# Lo-Fi's dividing head calculator



## Lo-Fi (Jan 22, 2020)

Not your usual project here, I know, but I got fed up with using incomplete charts and manually figuring out what I can and can't divide with the plates I have, so I've been coding up a calculator! 

You feed it a list of hole patterns you have available and the ratio of your dividing head, then what you want to divide and it'll tell you if it's possible, which plate to choose and how many turns/holes. If there are multiple solutions, it'll list them. The really clever stuff is yet to come - it'll calculate differential dividing too for divisions you can't get with plates alone if fed a list of change gears.

Windows only, as I'm already familiar with C# and Visual Studio, but it ought to be easy enough to port if someone feels like it. I'll open source it with a free pre-compiled executable once I'm happy that it's at least good enough for an initial release. Hooray for these wonderful software development tools being FREE! 

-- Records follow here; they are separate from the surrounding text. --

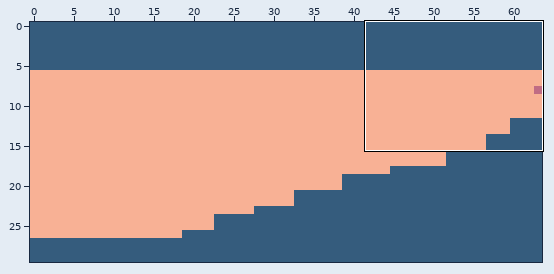
Tiled map -- android/assets/levels/manual/manual_level_1.tmx. Above: a wide view before the commit, with the close-up outlined.
Close-up. The starting point:
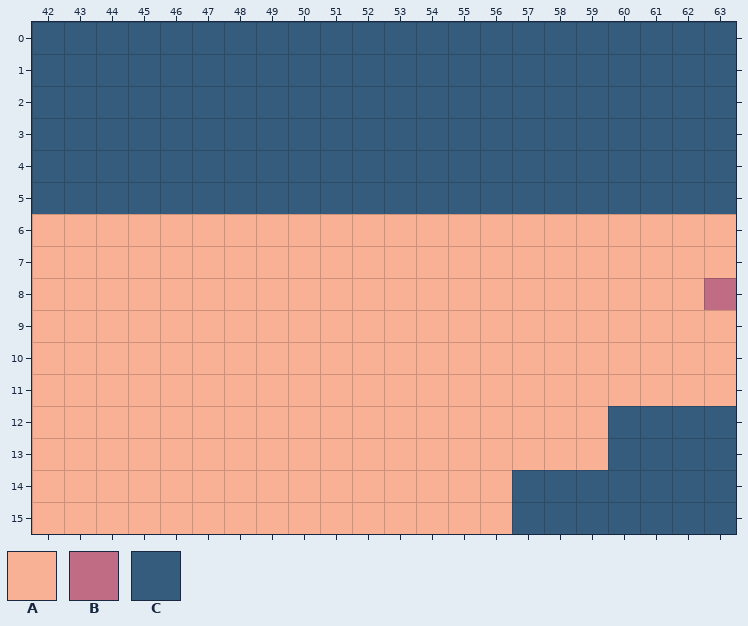
Cells are 16x16 px. Shown: x 42..63, y 0..15. The commit also changed other parts of the map, which this record leaves out.
Key: from "background": A 0; from "enemy": B 0; from "ground": C 0.
_ is an empty cell.
Layer "graphics" before, first column x 42:
 0 CCCCCCCCCCCCCCCCCCCCCC
 1 CCCCCCCCCCCCCCCCCCCCCC
 2 CCCCCCCCCCCCCCCCCCCCCC
 3 CCCCCCCCCCCCCCCCCCCCCC
 4 CCCCCCCCCCCCCCCCCCCCCC
 5 CCCCCCCCCCCCCCCCCCCCCC
 6 AAAAAAAAAAAAAAAAAAAAAA
 7 AAAAAAAAAAAAAAAAAAAAAA
 8 AAAAAAAAAAAAAAAAAAAAAB
 9 AAAAAAAAAAAAAAAAAAAAAA
10 AAAAAAAAAAAAAAAAAAAAAA
11 AAAAAAAAAAAAAAAAAAAAAA
12 AAAAAAAAAAAAAAAAAACCCC
13 AAAAAAAAAAAAAAAAAACCCC
14 AAAAAAAAAAAAAAACCCCCCC
15 AAAAAAAAAAAAAAACCCCCCC
The same view after the edit:
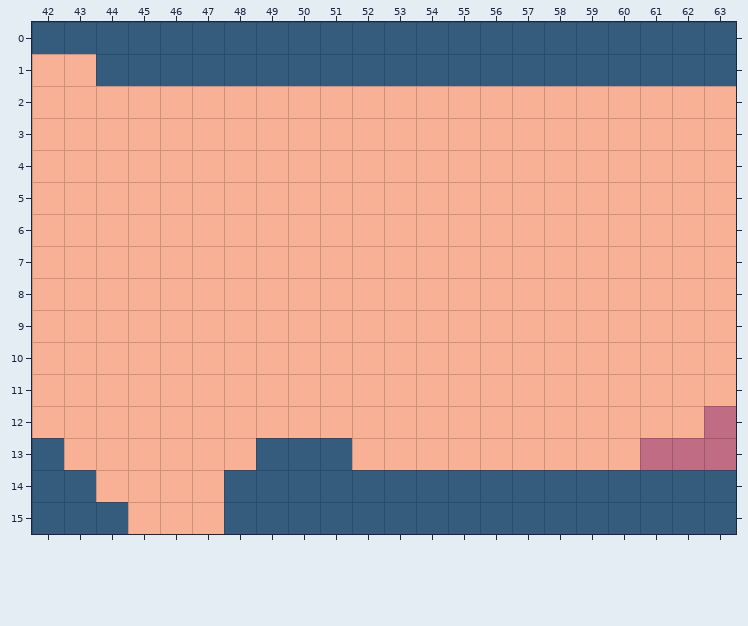
Tiles of an added or newly shown layer are drawn over the layers below it.
What changed:
Layer "background" (added):
y 1: x 42..43 __ -> AA
y 2..5: x 42..63 ______________________ -> AAAAAAAAAAAAAAAAAAAAAA
y 8: x 63 _ -> A
y 12: x 60..62 ___ -> AAA
y 13: x 60 _ -> A
Layer "graphics":
y 1: x 42..43 CC -> __
y 2..5: x 42..63 CCCCCCCCCCCCCCCCCCCCCC -> ______________________
y 8: x 63 B -> _
y 12: x 60..63 CCCC -> ___B
y 13: x 42 A -> C; x 49..51 AAA -> CCC; x 60..63 CCCC -> _BBB
y 14: x 42..43 AA -> CC; x 48..56 AAAAAAAAA -> CCCCCCCCC
y 15: x 42..44 AAA -> CCC; x 48..56 AAAAAAAAA -> CCCCCCCCC
Pixel boxes of the changes (left, top, right, bottom) in both close-ups:
changed: (32, 54, 736, 214)
changed: (704, 278, 736, 310)
changed: (608, 406, 736, 470)
changed: (32, 438, 128, 534)
changed: (224, 438, 512, 534)
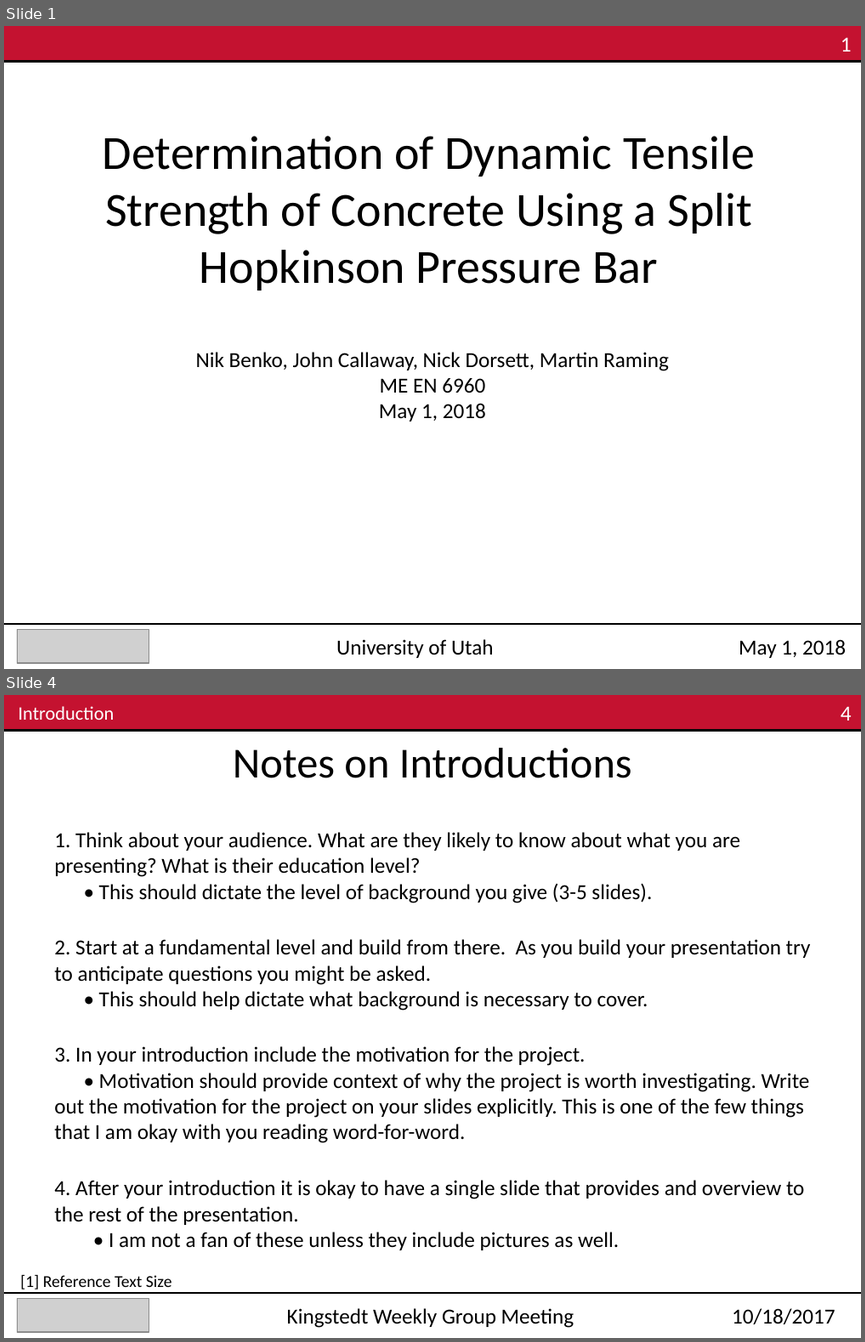
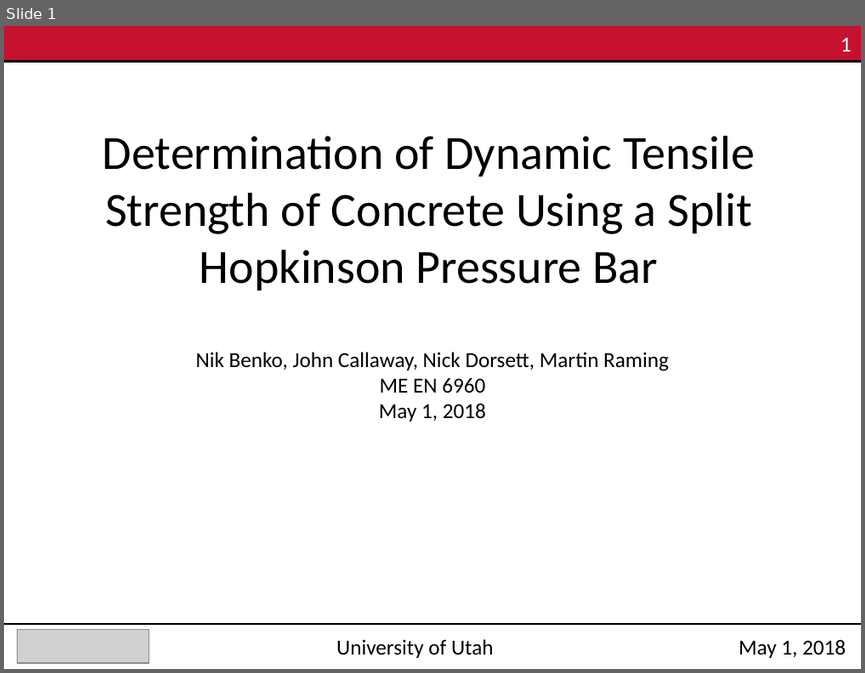
Before and after one commit to Mar-ten/PMAA_Fracture, a slide deck: ME EN 6960_Group4_Exp3.pptx. Shown one above the other, each under a label of ours: slides 1 and 4 before the commit, slide 1 after it; the slides between them are not shown. The pictures are 865x1342 and 865x673 pixels, drawn with LibreOffice and Linux fonts; fonts in the diff are those of the drawing; grey boxes stand for pictures. Boxes give left, top, right and bottom in pixels: in the first picture for what was removed or moved away, otherwise in the second. Text is boxed around its words. In the diff, an @@ line names an element or a change of style, - is before the commit and + after.

Commit message:
Powerpoint Update

```diff
--- a/ME EN 6960_Group4_Exp3.pptx
+++ b/ME EN 6960_Group4_Exp3.pptx
@@ slide 4 removed at (4,695,861,1338), background #FFFFFF @@
@@ rectangle removed at (4,695,861,730) @@
@@ text removed at (18,706,114,720) @@
-Introduction
@@ text removed at (840,707,851,721) @@
-4
@@ line removed from (4, 730) to (861, 730) @@
@@ text removed at (233,748,632,778) @@
-Notes on Introductions
@@ text removed at (54,832,740,903) @@
-1. Think about your audience. What are they likely to know about what you are presenting? What is their education level?
-• This should dictate the level of background you give (3-5 slides).
@@ text removed at (54,939,811,1010) @@
-2. Start at a fundamental level and build from there. As you build your presentation try to anticipate questions you might be asked.
-• This should help dictate what background is necessary to cover.
@@ text removed at (54,1046,810,1143) @@
-3. In your introduction include the motivation for the project.
-• Motivation should provide context of why the project is worth investigating. Write out the motivation for the project on your slides explicitly. This is one of the few things that I am okay with you reading word-for-word.
@@ text removed at (54,1179,804,1250) @@
-4. After your introduction it is okay to have a single slide that provides and overview to the rest of the presentation.
-• I am not a fan of these unless they include pictures as well.
@@ text removed at (20,1274,172,1289) @@
-[1] Reference Text Size
@@ line removed from (4, 1293) to (861, 1293) @@
@@ picture removed at (17,1299,148,1332) @@
@@ text removed at (287,1308,574,1327) @@
-Kingstedt Weekly Group Meeting
@@ text removed at (732,1308,834,1324) @@
-10/18/2017
```
Also in this commit, not shown: 13 slides added, 8 other slides removed.

Excellent video on differential dividing here:






I'm really excited to get cutting some gears  

Stay tuned!


----------



## Lo-Fi (Jan 22, 2020)

Quick screen grab. Early stages yet, but it's working for simple dividing.


----------



## middle.road (Jan 22, 2020)

Whoa...Cool!


----------



## Lo-Fi (Feb 11, 2020)

Just realised a few posts in this thread got lost in the great forum outage, and I've developed it further from there anyway.

You can manually add your hole patterns, or import from a CSV file. Same with gears if you've got a dividing head that takes change gears for differential indexing like mine:




You can set your dividing head ratio, though it defaults to 40:1 as that seems most common.

Enter what you'd like to index by and it'll do all the calcs based on what you've told it you have and show what's possible. The row in bold shows that we need to use the 31 hole plate, rotating one full turn and 9 holes to achieve that:




If multiple solutions are possible, it'll show that too:




We can use the 21 or 33 hole plate to index 30 divisions.

Here's a case which can't be simple indexed. But it can be differential indexed with the available plates and gears:




The "Approx" field shows what we'd set up for as approximate simple indexing, with the gear setup outlined in the bottom right. The reverse rotation field shows if an extra idler is needed to reverse the rotation between the spindle and plate.

Kinda cool, but laborious if you're trying to figure out what you can and can't do. So here comes the clever stuff. Clicking on the "gear info" button brings up another form where you can specify a range of gear sizes (though you can ignore that they're "gears" if you're indexing something else) and a table will be generated showing in bold those tooth counts that can be simple indexed and bold italic for those that can't, but can be differential indexed.




It's set up to show info for metric gears, so you can change the module field and the table gets updated with the relevant info. I should probably add a few more fields in.

Selecting two rows will give the correct centre distance for those two gears.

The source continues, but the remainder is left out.